Now I think this won't be an observable bug if RHS is always a singleton set, but I'd like to have some measures in place that make it clear what's going on. There are two ways we can do that:

  • For a singleton RHS, I think (but please verify) makeAllowedICmpRegion and makeSatisfyingICmpRegion will return the same exact set, which contains _exactly_ the value that the predicate is true for. If this assumption is true, my original suggestion was to add a makeExactICmpRegion method as:
makeExactICmpRegion(...) {
  assert(makeAllowedICmpRegion(...) == makeSatisfyingICmpRegion(...));
  return makeAllowedICmpRegion(...);
}

and to use that here instead of makeAllowedICmpRegion. It would take an APInt as RHS, and if someone comes along and tries to generalize this code to work on non-singleton RHSs, they'll immediately know that it isn't a 100% straightforward.

  • The second possibility is to generalize this logic to work with a non-singleton RHS range. To do that, we can start by allowing the RHS to be a load instruction with !range metadata, and eventually move over to even more sophisticated analyses.
3299 ↗(On Diff #54645)

SGTM

This revision now requires changes to proceed.Apr 22 2016, 8:13 PM
bmakam updated this revision to Diff 54834.Apr 25 2016, 4:52 AM
bmakam edited edge metadata.
bmakam marked an inline comment as done.

Addressed Sanjoy's comments.

lib/Transforms/InstCombine/InstCombineCompares.cpp
118 ↗(On Diff #54645)

Does 'isBranchOnSignBitCheck' sound good?

3293 ↗(On Diff #54645)

Since instcombine visits the instruction in topological order, we will always visit the dominating branch before visting the icmp instruction and so it is guranteed that the branch condition is undef when the condition is irrelevant.

3297 ↗(On Diff #54645)

For a singleton RHS, I think (but please verify) makeAllowedICmpRegion and makeSatisfyingICmpRegion will return the same exact set, which contains _exactly_ the value that the predicate is true for.

I think this assumption is not always true, see my previous example.

then currently you will infer the range of lhs on the else branch to be [0, 4).inverse() == [4, 0)

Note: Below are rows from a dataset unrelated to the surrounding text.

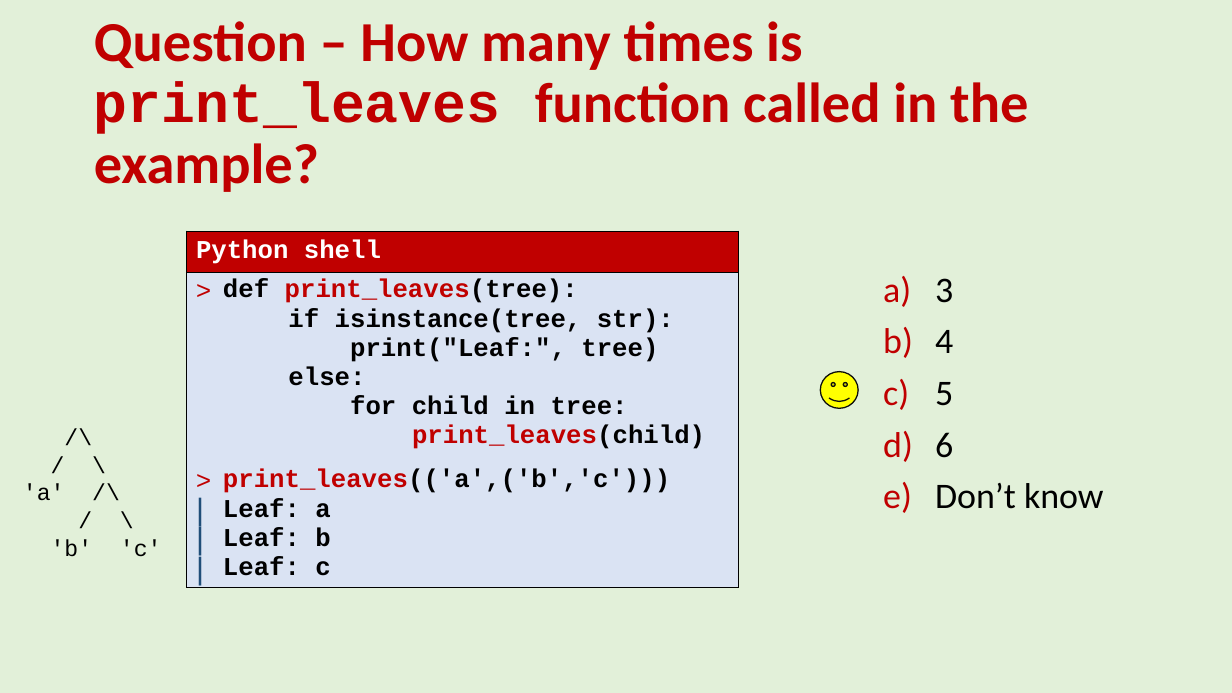
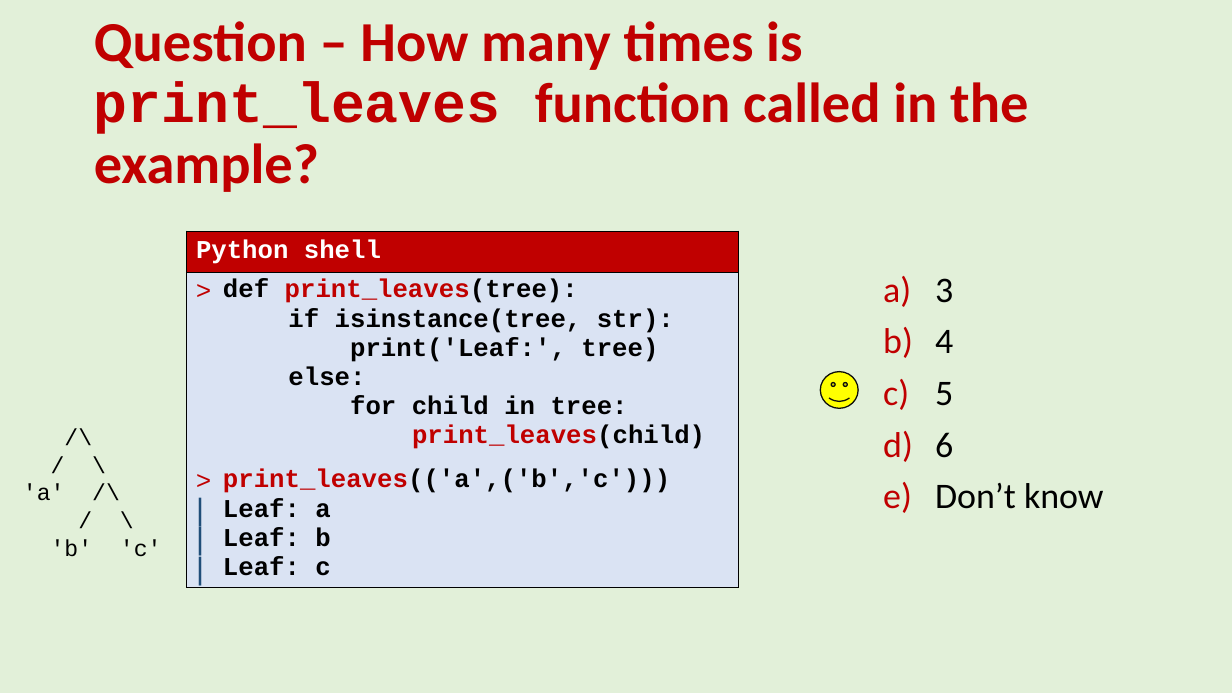
Before and after one commit to gsbrodal/gsbrodal.github.io, a slide deck: slide 14 of ipsa/slides/recursion.pptx. Drawn at 1232x693 pixels with LibreOffice and Linux fonts; fonts in the diff are those of the drawing. Boxes give left, top, right and bottom in pixels: in the first picture for what was removed or moved away, otherwise in the second. Text is boxed around its words. In the diff, an @@ line names an element or a change of style, - is before the commit and + after.

```diff
--- a/ipsa/slides/recursion.pptx
+++ b/ipsa/slides/recursion.pptx
@@ table at [187,231,738,604] @@
@@ row 2, column 1: "def print_leaves(tree): / if isinstance(tree, str): / print("Leaf:", tree) / else: / for child in tree: / print_leaves(child) / print_leaves(('a',('b','c'))) / Leaf: a / Leaf: b / Leaf: c" to "def print_leaves(tree): / if isinstance(tree, str): / print('Leaf:', tree) / else: / for child in tree: / print_leaves(child) / print_leaves(('a',('b','c'))) / Leaf: a / Leaf: b / Leaf: c" @@
```
Also in this commit, not shown: 2 other slides changed, 4 other files.

I see your point here, I have already modified this to 'makeAllowedICmpRegion(getInversePredicate(Pred), CI2)' based on your earlier suggestion.

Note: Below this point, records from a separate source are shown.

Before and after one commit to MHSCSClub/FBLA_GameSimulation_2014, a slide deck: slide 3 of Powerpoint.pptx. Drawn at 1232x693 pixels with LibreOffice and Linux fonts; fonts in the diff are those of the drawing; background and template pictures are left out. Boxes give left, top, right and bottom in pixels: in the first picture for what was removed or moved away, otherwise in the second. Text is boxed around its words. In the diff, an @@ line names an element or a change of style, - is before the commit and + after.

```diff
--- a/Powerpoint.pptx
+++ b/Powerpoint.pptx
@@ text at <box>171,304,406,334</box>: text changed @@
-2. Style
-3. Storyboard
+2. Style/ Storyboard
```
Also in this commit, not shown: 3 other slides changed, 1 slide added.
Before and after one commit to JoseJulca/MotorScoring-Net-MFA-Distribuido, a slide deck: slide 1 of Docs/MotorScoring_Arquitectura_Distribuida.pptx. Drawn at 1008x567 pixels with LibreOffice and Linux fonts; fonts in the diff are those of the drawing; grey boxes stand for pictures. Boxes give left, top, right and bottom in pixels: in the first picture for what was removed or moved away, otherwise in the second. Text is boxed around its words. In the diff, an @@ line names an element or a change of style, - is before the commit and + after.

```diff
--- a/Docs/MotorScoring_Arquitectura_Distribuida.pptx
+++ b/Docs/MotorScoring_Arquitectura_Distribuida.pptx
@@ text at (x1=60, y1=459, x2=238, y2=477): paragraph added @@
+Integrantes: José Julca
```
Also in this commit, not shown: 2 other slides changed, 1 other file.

The second possibility is to generalize this logic to work with a non-singleton RHS range.

I have no idea if non-singleton RHS ranges occur enough to be worthwhile to generalize. Do you mind if I defer this suggestion?

bmakam updated this revision to Diff 54879.Apr 25 2016, 10:57 AM
bmakam edited edge metadata.

correctly update the use of isBranchOnSignBitCheck()

Hi Balaram,

I've replied to your inline comment, but it is possible that we're just talking past each other. I'm usually on #llvm as sanjoyd on PDT daytime, we can chat there in realtime if you think that'll help.

lib/Transforms/InstCombine/InstCombineCompares.cpp
3294 ↗(On Diff #54879)

Add a comment here on why that is true.

3297 ↗(On Diff #54879)

I think this assumption is not always true, see my previous example.

Are you talking about the "Taking a general example if Pred is ult and Other is i8 [2, 5) makeAllowedICmpRegion would return [0, 4) and make SatisfyingICmpRegion would return [0, 2). Isn't a set that is equal to both same as the "satisfying" icmp range i.e [0, 2) in this example?" bit? In that case isn't the RHS (i.e. Other) [2, 5), specifically not a singleton set? If you're talking about another example, then I must have missed it.

I have already modified this to 'makeAllowedICmpRegion(getInversePredicate(Pred), CI2)' based on your earlier suggestion.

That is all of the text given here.